Belize Electricity Limited (BEL) announces that the company is making a submission to the PUC to increase electricity rates to Belize consumers.
BEL is saying that the Cost of Power has increased by more than 30 per cent above the PUC’s approved reference Cost of Power.
This significant increase in Cost of Power has been occurring since July 2012 due to various challenges faced by the three largest Independent Power Producers that supply BEL with electricity, a company release states.
BEL states that it is committed to do all within its control to meet its cost of power projections and seek ways to lower it even further.
BEL will be working closely with the PUC in this regard and meetings on this matter have already commenced.
BEL has said that the increase in costs in July 2012 was caused by low rainfall levels at the onset of the rainy season, which resulted in considerably lower hydroelectric production.
This, coupled with production problems at Belize Cogeneration Energy Limited (Belcogen), has forced BEL to buy more power from Mexico, at an average cost of 42.9 cents per kilowatt hour (kWh) compared to the PUC’s reference cost of 26.2 cents per kWh.
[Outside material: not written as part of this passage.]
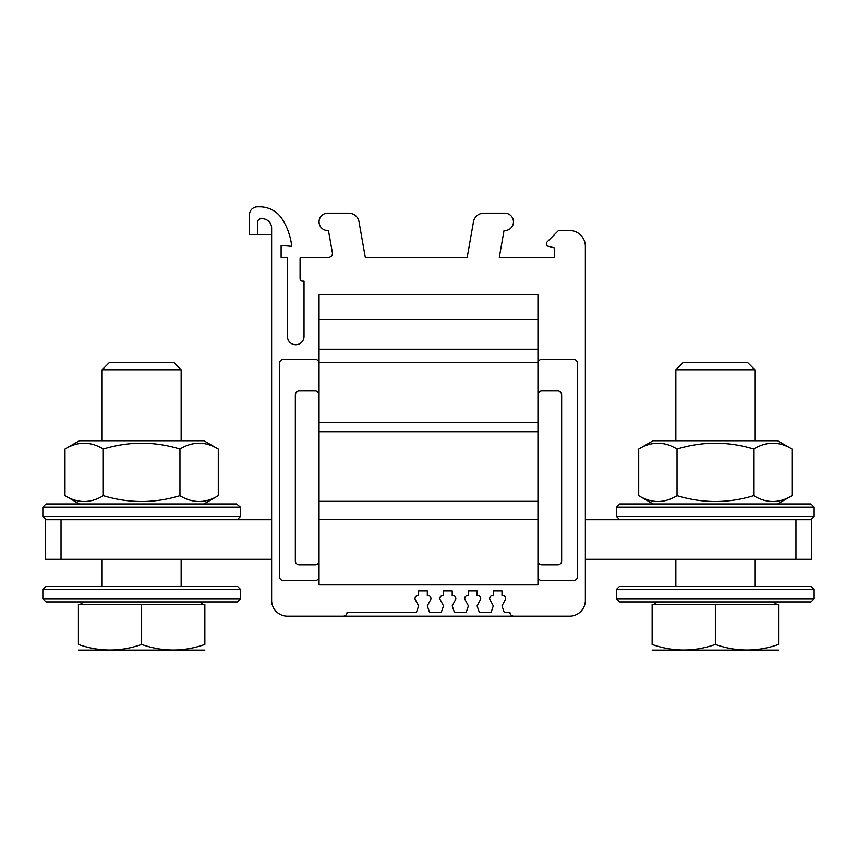 <?xml version="1.0" encoding="UTF-8"?>
<svg xmlns="http://www.w3.org/2000/svg" width="857" height="857" viewBox="0 0 857 857"><rect width="100%" height="100%" fill="white"/><g stroke="black" fill="none" stroke-linecap="round" stroke-linejoin="round"><path stroke-width="1.29" d="M675.852 369.785L683.125 362.511L747.615 362.511L754.878 369.785L675.852 369.785L675.852 440.744M754.878 559.289L754.878 586.156M715.37 586.156L619.74 586.156L616.579 589.316L814.15 589.316L810.99 586.156L715.37 586.156M616.579 598.807L619.74 601.968L810.99 601.968L814.15 598.807L616.579 598.807L616.579 589.316M715.37 604.335L652.145 604.335L652.145 644.464C673.173 651.877 694.245 651.877 715.37 644.464L715.37 604.335L778.584 604.335L778.584 644.464C778.584 651.877 778.584 651.877 778.584 644.464C778.584 651.877 778.584 651.877 778.584 644.464C757.47 651.877 736.399 651.877 715.37 644.464M652.145 644.464C652.145 651.877 652.145 651.877 652.145 644.464C652.145 651.877 652.145 651.877 652.145 644.464M778.584 650.109L652.145 650.109M102.122 369.785L109.385 362.511L173.875 362.511L181.148 369.785L102.122 369.785L102.122 440.744M181.148 559.289L181.148 586.156M237.26 586.156L46.01 586.156L42.85 589.316L240.421 589.316L237.26 586.156M42.85 598.807L46.01 601.968L237.26 601.968L240.421 598.807L42.85 598.807L42.85 589.316M141.63 604.335L78.416 604.335L78.416 644.464C78.416 651.877 78.416 651.877 78.416 644.464C99.444 651.877 120.516 651.877 141.63 644.464L141.63 604.335L204.855 604.335L204.855 644.464C204.855 651.877 204.855 651.877 204.855 644.464C183.73 651.877 162.659 651.877 141.63 644.464M204.855 650.109L78.416 650.109M64.982 449.057L79.358 440.744L203.902 440.744L218.289 449.057C205.541 441.269 192.761 441.269 179.959 449.057C154.464 441.269 128.914 441.269 103.301 449.057C90.553 441.269 77.783 441.269 64.982 449.057L64.982 495.667C77.783 503.445 90.553 503.445 103.301 495.667L103.301 449.057M179.959 449.057L179.959 495.667C154.464 503.445 128.914 503.445 103.301 495.667M218.289 449.057L218.289 495.667C205.541 503.445 192.761 503.445 179.959 495.667M79.358 503.97L64.982 495.667M236.543 503.97L46.01 503.97L42.85 507.13L240.421 507.13L236.543 503.97M237.26 519.77L240.421 516.61L42.85 516.61L42.85 507.13M638.711 449.057L653.098 440.744L777.642 440.744L792.018 449.057C779.27 441.269 766.501 441.269 753.699 449.057C728.193 441.269 702.644 441.269 677.041 449.057C664.293 441.269 651.513 441.269 638.711 449.057L638.711 495.667C651.513 503.445 664.293 503.445 677.041 495.667L677.041 449.057M753.699 449.057L753.699 495.667C728.193 503.445 702.644 503.445 677.041 495.667M792.018 449.057L792.018 495.667C779.27 503.445 766.501 503.445 753.699 495.667M653.098 503.97L638.711 495.667M810.99 503.97L619.74 503.97L616.579 507.13L814.15 507.13L810.99 503.97M810.99 519.77L814.15 516.61L616.579 516.61L616.579 507.13M585.363 559.289L811.783 559.289L811.783 519.77L585.363 519.77M271.637 559.289L45.217 559.289L45.217 519.77L271.637 519.77M257.411 234.486L249.505 234.486L249.505 214.732A7.906 7.906 0 0 1 257.411 206.826L259.832 206.826A26.524 26.524 0 0 1 282.157 219.028A62.272 62.272 0 0 1 291.701 246.345L281.117 245.413L281.117 257.411L287.438 257.411L287.438 336.437A8.302 8.302 0 0 0 295.74 344.728A8.302 8.302 0 0 0 304.031 336.437L304.031 281.117L302.457 281.117A2.367 2.367 0 0 1 300.079 278.739L300.079 258.193A0.793 0.793 0 0 1 300.871 257.411L328.499 257.411A3.953 3.953 0 0 0 332.387 252.772L328.467 230.512A8.688 8.688 0 0 1 319.05 222.209A8.688 8.688 0 0 1 327.738 213.157L348.735 213.157A10.455 10.455 0 0 1 359.029 221.792L365.307 257.411L467.194 257.411L473.471 221.792A10.455 10.455 0 0 1 483.777 213.157L504.762 213.157A8.688 8.688 0 0 1 513.45 222.209A8.688 8.688 0 0 1 504.034 230.512L499.288 257.411L554.543 257.411L554.543 247.919L546.648 245.809L546.648 242.392L558.496 230.533L569.562 230.533A15.801 15.801 0 0 1 585.363 246.345L585.363 600.382A15.801 15.801 0 0 1 569.562 616.183L513.846 616.183A3.953 3.953 0 0 1 509.894 612.241L504.173 612.241L501.998 605.91L505.298 599.707A2.764 2.764 0 0 0 502.855 595.636L501.998 595.636L501.998 590.902L493.3 590.902L493.3 595.636L492.443 595.636A2.764 2.764 0 0 0 490 599.707L493.3 605.91L491.125 612.241L479.277 612.241L477.103 605.91L480.402 599.707A2.764 2.764 0 0 0 477.96 595.636L477.103 595.636L477.103 590.902L468.404 590.902L468.404 595.636L467.547 595.636A2.764 2.764 0 0 0 465.105 599.707L468.404 605.91L466.229 612.241L454.381 612.241L452.207 605.91L455.506 599.707A2.764 2.764 0 0 0 453.064 595.636L452.207 595.636L452.207 590.902L443.519 590.902L443.519 595.636L442.651 595.636A2.764 2.764 0 0 0 440.209 599.707L443.519 605.91L441.334 612.241L429.496 612.241L427.311 605.91L430.621 599.707A2.764 2.764 0 0 0 428.179 595.636L427.311 595.636L427.311 590.902L418.623 590.902L418.623 595.636L417.766 595.636A2.764 2.764 0 0 0 415.324 599.707L418.623 605.91L416.448 612.241L347.106 612.241A3.953 3.953 0 0 1 343.154 616.183L287.438 616.183A15.801 15.801 0 0 1 271.637 600.382L271.637 228.166A9.481 9.481 0 0 0 262.146 218.685L261.364 218.685A3.953 3.953 0 0 0 257.411 222.638L257.411 234.486L271.637 234.486M537.95 560.874L537.95 394.916A3.953 3.953 0 0 1 541.903 390.963L557.703 390.963A3.953 3.953 0 0 1 561.656 394.916L561.656 560.874A3.953 3.953 0 0 1 557.703 564.817L541.903 564.817A3.953 3.953 0 0 1 537.95 560.874L537.95 576.675A3.953 3.953 0 0 0 541.903 580.628L573.515 580.628A3.953 3.953 0 0 0 577.468 576.675L577.468 363.304A3.953 3.953 0 0 0 573.515 359.351L541.903 359.351A3.953 3.953 0 0 0 537.95 363.304L537.95 294.551L319.05 294.551L319.05 394.916A3.953 3.953 0 0 0 315.097 390.963L299.297 390.963A3.953 3.953 0 0 0 295.344 394.916L295.344 560.874A3.953 3.953 0 0 0 299.297 564.817L315.097 564.817A3.953 3.953 0 0 0 319.05 560.874L319.05 584.581L537.95 584.581L537.95 519.471L319.05 519.471L319.05 584.581M537.95 576.675L537.95 584.581M343.154 616.183L513.846 616.183M319.05 560.874L319.05 394.916M319.05 422.694L319.05 362.511L537.95 362.511L537.95 422.694L319.05 422.694M319.05 576.675A3.953 3.953 0 0 1 315.097 580.628L283.485 580.628A3.953 3.953 0 0 1 279.532 576.675L279.532 363.304A3.953 3.953 0 0 1 283.485 359.351L315.097 359.351A3.953 3.953 0 0 1 319.05 363.304M537.95 363.304L537.95 394.916M61.029 559.289L61.029 519.77M795.971 559.289L795.971 519.77M537.95 349.228L319.05 349.228M537.95 319.522L319.05 319.522M537.95 501.334L319.05 501.334M537.95 431.757L319.05 431.757M754.878 369.785L754.878 440.744M675.852 559.289L675.852 586.156M814.15 598.807L814.15 589.316M657.362 601.968L654.02 604.335M773.368 601.968L776.71 604.335M181.148 369.785L181.148 440.744M102.122 559.289L102.122 586.156M240.421 598.807L240.421 589.316M83.632 601.968L80.29 604.335M199.638 601.968L202.98 604.335M203.902 503.97L218.289 495.667M240.421 516.61L240.421 507.13M46.01 519.77L42.85 516.61M777.642 503.97L792.018 495.667M814.15 516.61L814.15 507.13M619.74 519.77L616.579 516.61"/></g></svg>

Comisión Federal Electricidad (CFE) of Mexico significantly increased its Cost of Power, after it experienced problems with its natural gas supply from PEMEX and its hydroelectric plants in Mexico are experiencing similarly lower rainfall levels.
To reduce the burden to customers, BEL is appealing to the PUC to set the recent increases in Cost of Power against the $30.2 million that BEL owes customers as ruled by the PUC in February 2012.
BEL is also proposing to temporarily reduce its mark-up, Value Added Delivery until its energy suppliers have recovered from their present challenges.
This, the company says, would result in a lesser adjustment to the electricity rates. In return, BEL would pay off customers over a one-year period instead of the 4-year period prescribed by the PUC.
After these adjustments, the unrealized earnings would be expected to be recovered in the next Full Tariff Review Proceeding or when cost of power falls to more manageable levels.
This arrangement is possible since BEL has already secured the financing required to absorb this spike in cost so as not to increase rates in 2012.
“We have been managing this situation towards minimizing impact on customers,” said BEL’s Chief Executive Officer Jeffrey Locke.
“We have kept the lights on and also paid back customers at a much faster rate than the PUC had prescribed,” Locke pointed out.